We are all prone to this fallacy, which works as follows:

Someone makes an extremely strange statement we will call (A). For instance, (A) could be the assertion "I am in contact with an extraterrestrial civilization." When challenged to prove this assertion, the subject will make a second very strange statement we will call (B). For instance he or she might say, "They have given me the power to bend your spoon just by thinking about it."

Naturally you will challenge this second assertion by saying something like "Oh yeah? Well, prove it, wiseguy!"

In the next few minutes the subject proceeds to turn your spoon from a treasured heirloom to a pitiful, useless, unrecognizable shred of twisted metal, leaving you amazed and breathless. From then on you will probably tell all your friends that the individual in question is indeed in contact with extraterrestrials.

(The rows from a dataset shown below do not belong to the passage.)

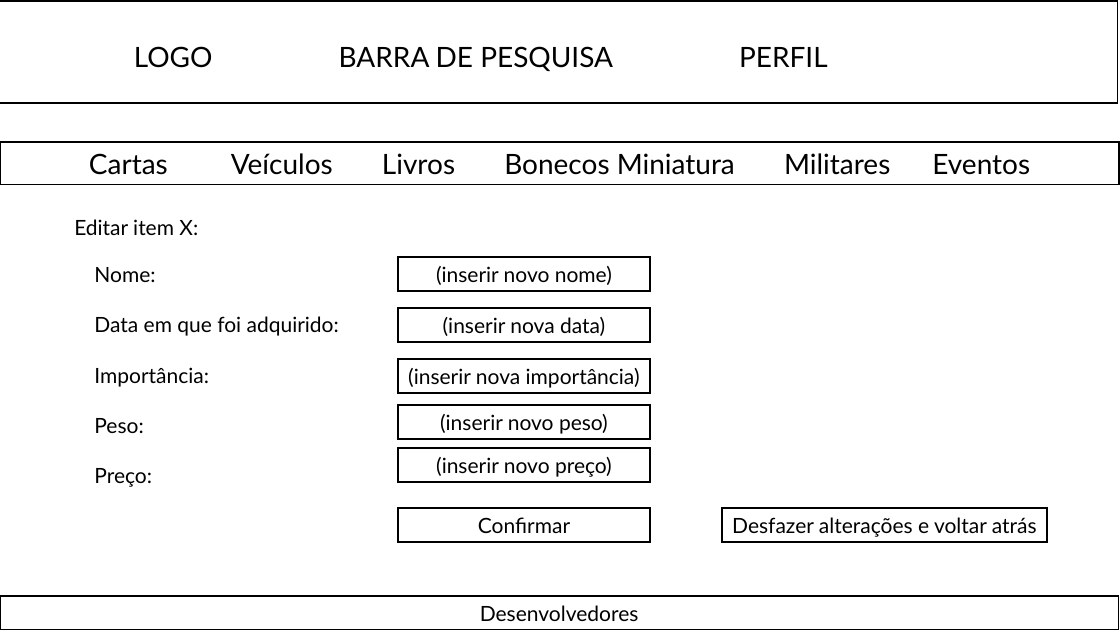
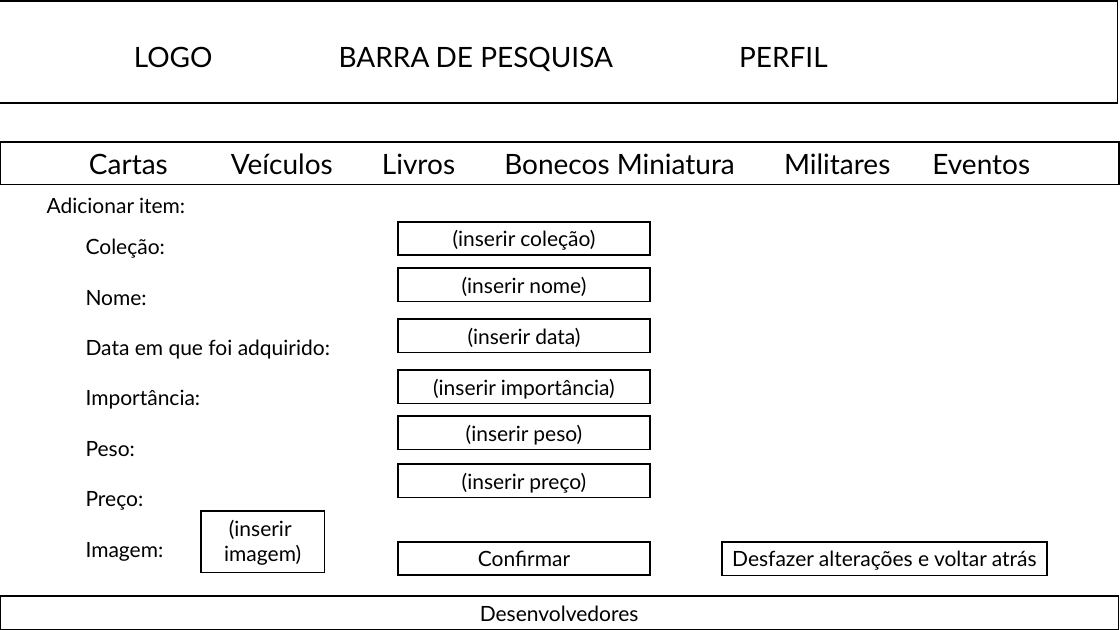
Before and after one commit to diogo-tavares/EIS_2526-G2_MEEC, a slide deck: slide 13 of SIE_mockups.pptx (slide 12 before the commit). Drawn at 1120x630 pixels with LibreOffice and Linux fonts; fonts in the diff are those of the drawing. Boxes give left, top, right and bottom in pixels: in the first picture for what was removed or moved away, otherwise in the second. Text is boxed around its words. In the diff, an @@ line names an element or a change of style, - is before the commit and + after.

```diff
--- a/SIE_mockups.pptx
+++ b/SIE_mockups.pptx
@@ text at <box>47,197,185,213</box>: text changed @@
-Editar item X:
+Adicionar item:
@@ text "Coleção:": place and size @@
-text "Coleção:" at <box>94,267,339,487</box>
+text "Coleção:" at <box>86,238,330,561</box>
@@ text at <box>86,238,165,258</box>: paragraph added @@
+Coleção:
@@ rectangle added at <box>398,222,650,255</box>, fill #FFFFFF, outline #000000 1.5 pt, 18 pt, text #000000 @@
+(inserir coleção)
@@ text in rectangle at <box>462,277,586,296</box>: text changed @@
-(inserir novo nome)
+(inserir nome)
@@ text in rectangle at <box>468,328,580,347</box>: text changed @@
-(inserir nova data)
+(inserir data)
@@ text in rectangle at <box>433,379,615,399</box>: text changed @@
-(inserir nova importância)
+(inserir importância)
@@ 4 rectangles: place and size @@
-4 rectangles at <box>398,257,650,439</box>
+4 rectangles at <box>398,268,650,450</box>
@@ text in rectangle at <box>466,425,582,445</box>: text changed @@
-(inserir novo peso)
+(inserir peso)
@@ rectangle "(inserir preço)": place and size @@
-rectangle "(inserir preço)" at <box>398,449,650,482</box>
+rectangle "(inserir preço)" at <box>398,464,650,497</box>
@@ text in rectangle at <box>462,473,586,493</box>: text changed @@
-(inserir novo preço)
+(inserir preço)
@@ rectangle added at <box>201,512,324,573</box>, fill #FFFFFF, outline #000000 1.5 pt, 18 pt, text #000000 @@
+(inserir
+imagem)
@@ text at <box>86,542,164,561</box>: paragraph added @@
+Imagem:
@@ rectangle "Confirmar": place and size @@
-rectangle "Confirmar" at <box>398,508,650,542</box>
+rectangle "Confirmar" at <box>398,542,650,576</box>
@@ rectangle "Desfazer alterações e voltar atrás": place and size @@
-rectangle "Desfazer alterações e voltar atrás" at <box>723,508,1048,542</box>
+rectangle "Desfazer alterações e voltar atrás" at <box>723,542,1048,576</box>
```
Also in this commit, not shown: 5 other slides changed, 5 slides added.

A truly independent thinker, on the contrary, would have realized the fallacy. The subject has only demonstrated assertion (B), namely the fact that he could bend your spoon. We could debate whether this ability derives from paranormal powers which could be latent in all of us or whether trickery was involved. But in no way does it prove statement (A), namely the contact with space civilizations.

The human mind, which loves to jump to conclusions, has established a transition (B is true, and it was stated in the context of A, therefore A must be true) which is completely unwarranted.

Pitfall Two: The Ratchet Effect

This particular fallacy was discovered by a skeptic who noticed that most amateurs of the paranormal never went back to a baseline of normal belief once they had become convinced of a certain weird fact, even if it was later proven to be false.

A perfect example of this fallacy is given by the current legends about live humanoids in the custody of the Air Force. Several independent researchers have become convinced that there were such humanoids in an underground base under Area 51. It took me months to find the man who was the source of the rumor. When he was interviewed, it turned out he had never seen any such humanoids. Yet the people who had believed in his story did lot simply erase the statement from their mental blackboard. Instead, they started looking for any confirmation, any other hint, from any source, that little humanoids might be held in some underground base. Their belief had become too dear to them to be questioned, even when they knew its underpinnings to be wrong. Their assumptions about the world had been " ratcheted" one notch and could not come down again, no matter what the evidence was.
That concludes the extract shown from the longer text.